Dugsbollox · 20/09/2020 08:06

My sister contacted women's aid who were a great help to her. She wasn't in immediate danger - though now that I know more I wish she had come to me rather than waiting a couple of days for WA emergency accommodation. She contacted WA, gathered her important docs, got things (clothes, a few toys) ready to leave with. Your own situation will obviously affect how you do things, and how much time you have.

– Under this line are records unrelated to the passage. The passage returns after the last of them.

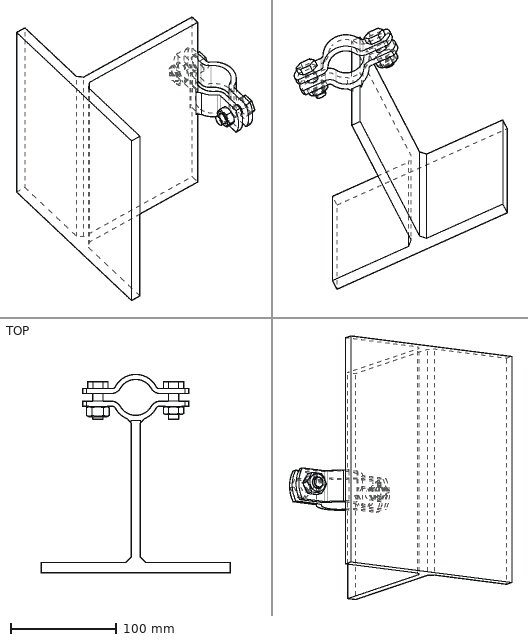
import cadquery as cq
import math

PLATE_WIDTH = 180.0
PLATE_HEIGHT = 220.0
PLATE_THICKNESS = 10.0
WEB_THICKNESS = 9.0
WEB_END_Y = 145.0
OVERALL_DEPTH = 188.93
PLATE_WELD_LEG = 5.0

RING_INNER_RADIUS = 17.0
STRAP_THICKNESS = 5.0
RING_OUTER_RADIUS = RING_INNER_RADIUS + STRAP_THICKNESS
RING_CENTER_Y = OVERALL_DEPTH - RING_OUTER_RADIUS
STRAP_WIDTH = 30.0
EAR_GAP = 7.0
EAR_TIP_X = 50.7
EAR_END_RADIUS = 30.0
CONCAVE_BEND_RADIUS = 3.0
CONVEX_BEND_RADIUS = 10.0
EAR_INNER = EAR_GAP / 2
EAR_OUTER = EAR_INNER + STRAP_THICKNESS

CLAMP_WELD_RING_X = 8.2
CLAMP_WELD_WEB_Y = 142.5

BOLT_X = 36.0
BOLT_DIAMETER = 10.0
BOLT_TIP_DIAMETER = 9.19
BOLT_TIP_Y = 145.8
HEAD_FLATS = 17.0
HEAD_HEIGHT = 6.4
SMALL_NUT_FLATS = 17.0
SMALL_NUT_HEIGHT = 8.0
SMALL_NUT_FACE_DIAMETER = 15.4
LARGE_NUT_FLATS = 19.0
LARGE_NUT_HEIGHT = 10.0
LARGE_NUT_FACE_DIAMETER = 17.2
NUT_CHAMFER_ANGLE = 30.0
COUNTERSINK_DIAMETER = 11.5
HEAD_SEAT_Y = RING_CENTER_Y + EAR_OUTER
NUT_SEAT_Y = RING_CENTER_Y - EAR_OUTER


def make_t_section():
    """Plate, web and the two flat welds in their inner corners, extruded along Z."""
    half_plate = PLATE_WIDTH / 2
    half_web = WEB_THICKNESS / 2
    weld_x = half_web + PLATE_WELD_LEG
    weld_y = PLATE_THICKNESS + PLATE_WELD_LEG
    return (
        cq.Workplane("XY", origin=(0, 0, -PLATE_HEIGHT / 2))
        .moveTo(-half_plate, 0)
        .lineTo(half_plate, 0)
        .lineTo(half_plate, PLATE_THICKNESS)
        .lineTo(weld_x, PLATE_THICKNESS)
        .lineTo(half_web, weld_y)
        .lineTo(half_web, WEB_END_Y)
        .lineTo(-half_web, WEB_END_Y)
        .lineTo(-half_web, weld_y)
        .lineTo(-weld_x, PLATE_THICKNESS)
        .lineTo(-half_plate, PLATE_THICKNESS)
        .close()
        .extrude(PLATE_HEIGHT)
    )


def mirror_x(point):
    return -point[0], point[1]


def bend_points(ear_y, bend_radius, ring_radius):
    """Start, middle and end of the bend arc tangent to an ear face and a ring arc about the origin."""
    center_distance = ring_radius + bend_radius
    center_y = ear_y + bend_radius
    center_x = math.sqrt(center_distance**2 - center_y**2)
    ring_angle = math.atan2(center_y, center_x)
    middle_angle = math.pi + (ring_angle + math.pi / 2) / 2
    middle_x = center_x + bend_radius * math.cos(middle_angle)
    middle_y = center_y + bend_radius * math.sin(middle_angle)
    joint = (ring_radius * math.cos(ring_angle), ring_radius * math.sin(ring_angle))
    return (center_x, ear_y), (middle_x, middle_y), joint


def make_rear_strap():
    """Strap on the +Y side, its ears rounded at the ends when seen along Y."""
    inner_bend_start, inner_bend, inner_joint = bend_points(EAR_INNER, CONVEX_BEND_RADIUS, RING_INNER_RADIUS)
    outer_bend_start, outer_bend, outer_joint = bend_points(EAR_OUTER, CONCAVE_BEND_RADIUS, RING_OUTER_RADIUS)
    strap = (
        cq.Workplane("XY", origin=(0, RING_CENTER_Y, -STRAP_WIDTH / 2))
        .moveTo(-EAR_TIP_X, EAR_OUTER)
        .lineTo(*mirror_x(outer_bend_start))
        .threePointArc(mirror_x(outer_bend), mirror_x(outer_joint))
        .threePointArc((0, RING_OUTER_RADIUS), outer_joint)
        .threePointArc(outer_bend, outer_bend_start)
        .lineTo(EAR_TIP_X, EAR_OUTER)
        .lineTo(EAR_TIP_X, EAR_INNER)
        .lineTo(*inner_bend_start)
        .threePointArc(inner_bend, inner_joint)
        .threePointArc((0, RING_INNER_RADIUS), mirror_x(inner_joint))
        .threePointArc(mirror_x(inner_bend), mirror_x(inner_bend_start))
        .lineTo(-EAR_TIP_X, EAR_INNER)
        .close()
        .extrude(STRAP_WIDTH)
    )
    half_width = STRAP_WIDTH / 2
    end_depth = EAR_END_RADIUS - math.sqrt(EAR_END_RADIUS**2 - half_width**2)
    corner_x = EAR_TIP_X - end_depth
    ear_outline = (
        cq.Workplane("XZ", origin=(0, RING_CENTER_Y, 0))
        .moveTo(-corner_x, half_width)
        .lineTo(corner_x, half_width)
        .threePointArc((EAR_TIP_X, 0), (corner_x, -half_width))
        .lineTo(-corner_x, -half_width)
        .threePointArc((-EAR_TIP_X, 0), (-corner_x, half_width))
        .close()
        .extrude(-2 * RING_OUTER_RADIUS)
    )
    return strap.intersect(ear_outline)


def make_clamp():
    rear_strap = make_rear_strap()
    front_strap = rear_strap.mirror("XZ", (0, RING_CENTER_Y, 0))
    return rear_strap.union(front_strap)


def make_clamp_weld():
    """Weld wedges on both sides of the web, as one trapezoid whose long side lies inside the ring wall."""
    ring_y = RING_CENTER_Y - math.sqrt(RING_OUTER_RADIUS**2 - CLAMP_WELD_RING_X**2)
    half_web = WEB_THICKNESS / 2
    return (
        cq.Workplane("XY", origin=(0, 0, -STRAP_WIDTH / 2))
        .moveTo(-half_web, CLAMP_WELD_WEB_Y)
        .lineTo(half_web, CLAMP_WELD_WEB_Y)
        .lineTo(CLAMP_WELD_RING_X, ring_y)
        .lineTo(-CLAMP_WELD_RING_X, ring_y)
        .close()
        .extrude(STRAP_WIDTH)
    )


def make_hexagon(flats, height):
    """Hexagonal prism from y = 0 toward -Y with two corners on the X axis."""
    corners = flats / math.cos(math.pi / 6)
    return cq.Workplane("XZ").polygon(6, corners).extrude(height)


def make_nut(flats, height, face_diameter):
    """Hexagon nut from y = 0 toward -Y, corners chamfered at both ends, thread countersunk."""
    face_radius = face_diameter / 2
    corner_radius = flats / math.sqrt(3)
    chamfer_depth = (corner_radius - face_radius) * math.tan(math.radians(NUT_CHAMFER_ANGLE))
    chamfer_envelope = (
        cq.Workplane("XY")
        .moveTo(0, 0)
        .lineTo(face_radius, 0)
        .lineTo(corner_radius, -chamfer_depth)
        .lineTo(corner_radius, chamfer_depth - height)
        .lineTo(face_radius, -height)
        .lineTo(0, -height)
        .close()
        .revolve(360, (0, 0, 0), (0, 1, 0))
    )
    countersink_radius = COUNTERSINK_DIAMETER / 2
    countersink_depth = countersink_radius - BOLT_DIAMETER / 2
    countersink = (
        cq.Workplane("XY")
        .moveTo(0, -height)
        .lineTo(countersink_radius, -height)
        .lineTo(BOLT_DIAMETER / 2, countersink_depth - height)
        .lineTo(0, countersink_depth - height)
        .close()
        .revolve(360, (0, 0, 0), (0, 1, 0))
    )
    return make_hexagon(flats, height).intersect(chamfer_envelope).cut(countersink)


def make_bolt():
    """Hexagon bolt on the Y axis: head on the rear ear, chamfered tip toward -Y."""
    tip_chamfer = (BOLT_DIAMETER - BOLT_TIP_DIAMETER) / 2
    head = make_hexagon(HEAD_FLATS, HEAD_HEIGHT).translate((0, HEAD_SEAT_Y + HEAD_HEIGHT, 0))
    shank = (
        cq.Workplane("XZ", origin=(0, HEAD_SEAT_Y, 0))
        .circle(BOLT_DIAMETER / 2)
        .extrude(HEAD_SEAT_Y - BOLT_TIP_Y)
        .faces("<Y")
        .chamfer(tip_chamfer)
    )
    return head.union(shank)


def make_fastener(x, nut):
    placed_nut = nut.translate((0, NUT_SEAT_Y, 0))
    return placed_nut.union(make_bolt()).translate((x, 0, 0))


large_nut = make_nut(LARGE_NUT_FLATS, LARGE_NUT_HEIGHT, LARGE_NUT_FACE_DIAMETER)
small_nut = make_nut(SMALL_NUT_FLATS, SMALL_NUT_HEIGHT, SMALL_NUT_FACE_DIAMETER)

result = (
    make_t_section()
    .union(make_clamp_weld())
    .union(make_clamp())
    .union(make_fastener(-BOLT_X, large_nut))
    .union(make_fastener(BOLT_X, small_nut))
)

The most important thing is keeping you and any children safe. Things can be replaced, you can't. So if you need to go immediately, go to a friend, or family now.

MomToTwoBabas · 20/09/2020 08:50

Morning OP. I always wished i had told my mum or sister. I had to tell my friend as had to call the police and needed support as had nowhere to go but she ended up coming to mine while he came with his step mum to get his stuff. He tried talking me out of it but my friend kept me strong. Without them there he would have gone mad, and he did abit but his step mum made him leave which was good as he didn't want to act crazy infront of her as apparently I was a lier about it all. He tried coming back but I had to cut all contact. Abuse continued via text so new number and its been 8 years now and Im finally free. Good luck OP. Get as much support as you can and dont be embarrassed about asking for help you've done amazingly well to get this far.

Movinghouseatlast · 20/09/2020 08:55

Phone Womens Aid. They will help you.

It is fantastic you are leaving, you should feel proud you have made the decision.

My mum never left her abusive relationship. It never got better and he was threatening to kill her right up until she died at 84.

You are saving yourself from a life of misery.

ScarMatty · 20/09/2020 09:03

I have no advice but I want you to know that you are making the best decision and I'm so very proud of you

MadameBee · 20/09/2020 10:15

My mother and my sister judge me constantly.

My last child left last week.

Last night he said if I die he will sell the house and give as little of it to my kids as he can.

OP posts:
PicsInRed · 20/09/2020 10:17

You secrete essential documents to the home or a location totally independent of him.

Tell him (and mutual contacts) nothing until you're already gone.

Don't ever be alone (even with kids) with him once he knows.

PicsInRed · 20/09/2020 10:18

In that case you tell your family nothing, do not trust them with information or documents.

Notthetoothfairy · 20/09/2020 10:25

You need to seek advice to find out your legal rights (which will vary depending upon whether you are married, which assets are joint assets etc). How can he decide what happens to the house after you die? (If you’re not married or joint owners of the house, is this under a will you made?).

Then collect all essentials together to avoid going back again and make the arrangements for your new accommodation so you’re ready to move straight in. Don’t confide in your mum and sister if they won’t be supportive.

greengreengrass14 · 20/09/2020 10:53

Make the calls outside of the house.
join the women's aid survivors forum and make sure you cover your tracks online.

Bide your time.
From here on you will be operating with your own discreation.

Visualise a time in a few years time when you will have crossed the bridge, happy, financially secure and confident. You can do this.